# Task brief
Report back every line from the entries below in which the word "added" occurs.

# Extracted information
▼

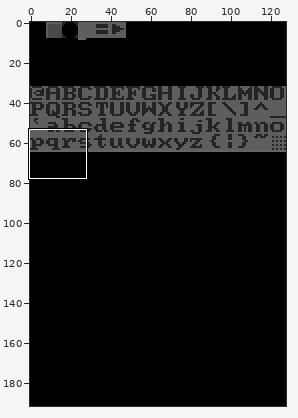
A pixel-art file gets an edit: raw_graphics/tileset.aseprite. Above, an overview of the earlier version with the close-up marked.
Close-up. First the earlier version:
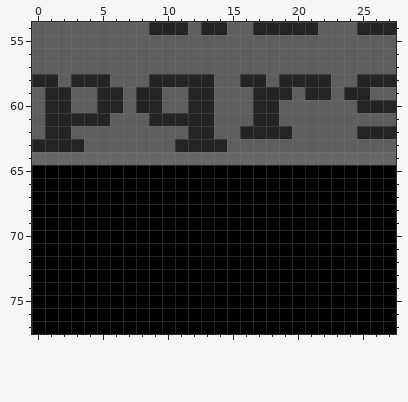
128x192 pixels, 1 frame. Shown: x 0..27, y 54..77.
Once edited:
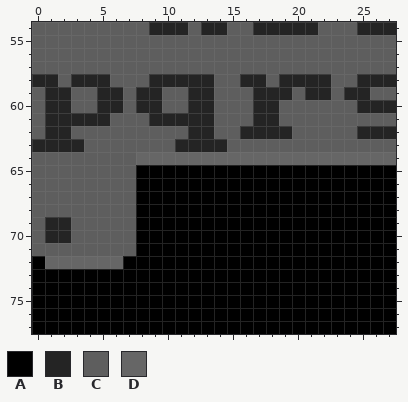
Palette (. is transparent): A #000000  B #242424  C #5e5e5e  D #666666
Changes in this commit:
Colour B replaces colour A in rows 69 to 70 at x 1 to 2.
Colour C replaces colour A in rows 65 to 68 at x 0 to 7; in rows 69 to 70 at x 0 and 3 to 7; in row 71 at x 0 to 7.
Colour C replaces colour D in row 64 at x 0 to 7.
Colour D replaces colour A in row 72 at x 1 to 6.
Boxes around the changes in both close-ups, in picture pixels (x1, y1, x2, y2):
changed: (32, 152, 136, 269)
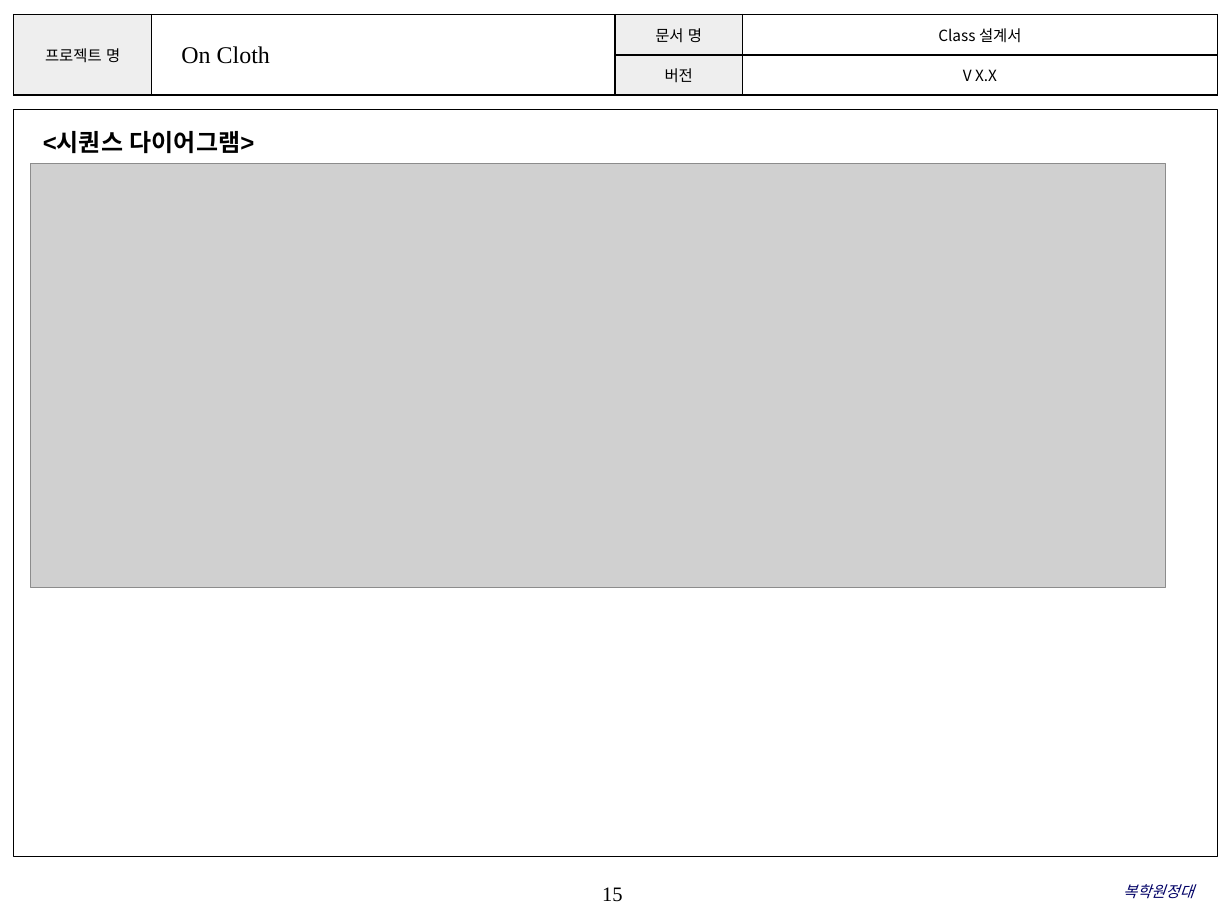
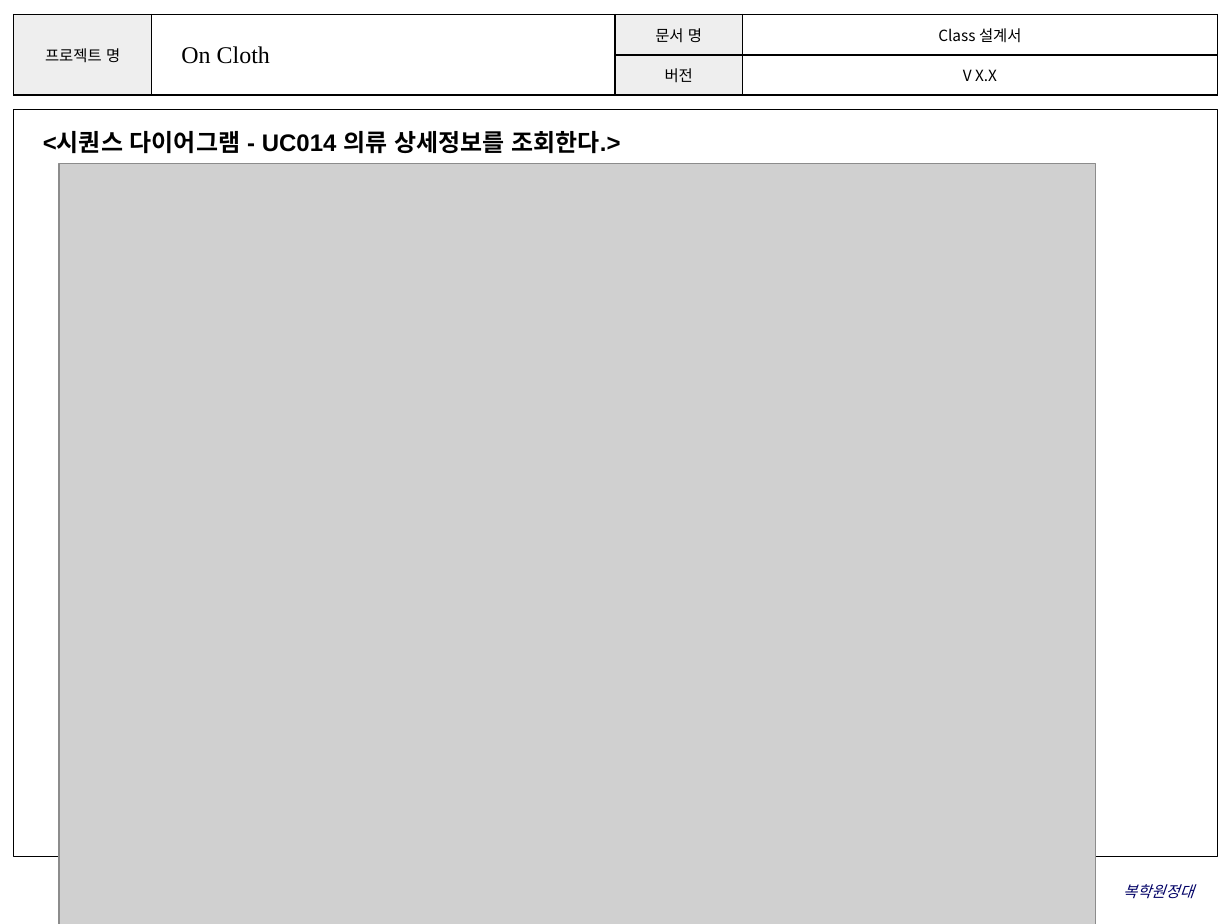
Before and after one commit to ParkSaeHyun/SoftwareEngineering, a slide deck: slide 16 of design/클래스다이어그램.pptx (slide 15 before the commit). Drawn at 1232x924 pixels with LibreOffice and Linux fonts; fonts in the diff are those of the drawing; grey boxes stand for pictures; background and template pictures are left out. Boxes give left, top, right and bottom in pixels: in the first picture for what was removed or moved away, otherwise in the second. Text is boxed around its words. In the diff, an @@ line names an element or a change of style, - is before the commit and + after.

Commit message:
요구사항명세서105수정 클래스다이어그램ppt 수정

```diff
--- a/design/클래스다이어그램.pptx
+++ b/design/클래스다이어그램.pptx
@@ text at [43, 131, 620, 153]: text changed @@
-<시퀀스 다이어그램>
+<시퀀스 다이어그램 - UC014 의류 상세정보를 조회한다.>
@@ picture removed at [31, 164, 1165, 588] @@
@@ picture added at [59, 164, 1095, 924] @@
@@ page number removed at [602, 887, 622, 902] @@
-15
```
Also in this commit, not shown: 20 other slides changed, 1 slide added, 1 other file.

▲

# Expected answer
@@ picture added at [59, 164, 1095, 924] @@
Also in this commit, not shown: 20 other slides changed, 1 slide added, 1 other file.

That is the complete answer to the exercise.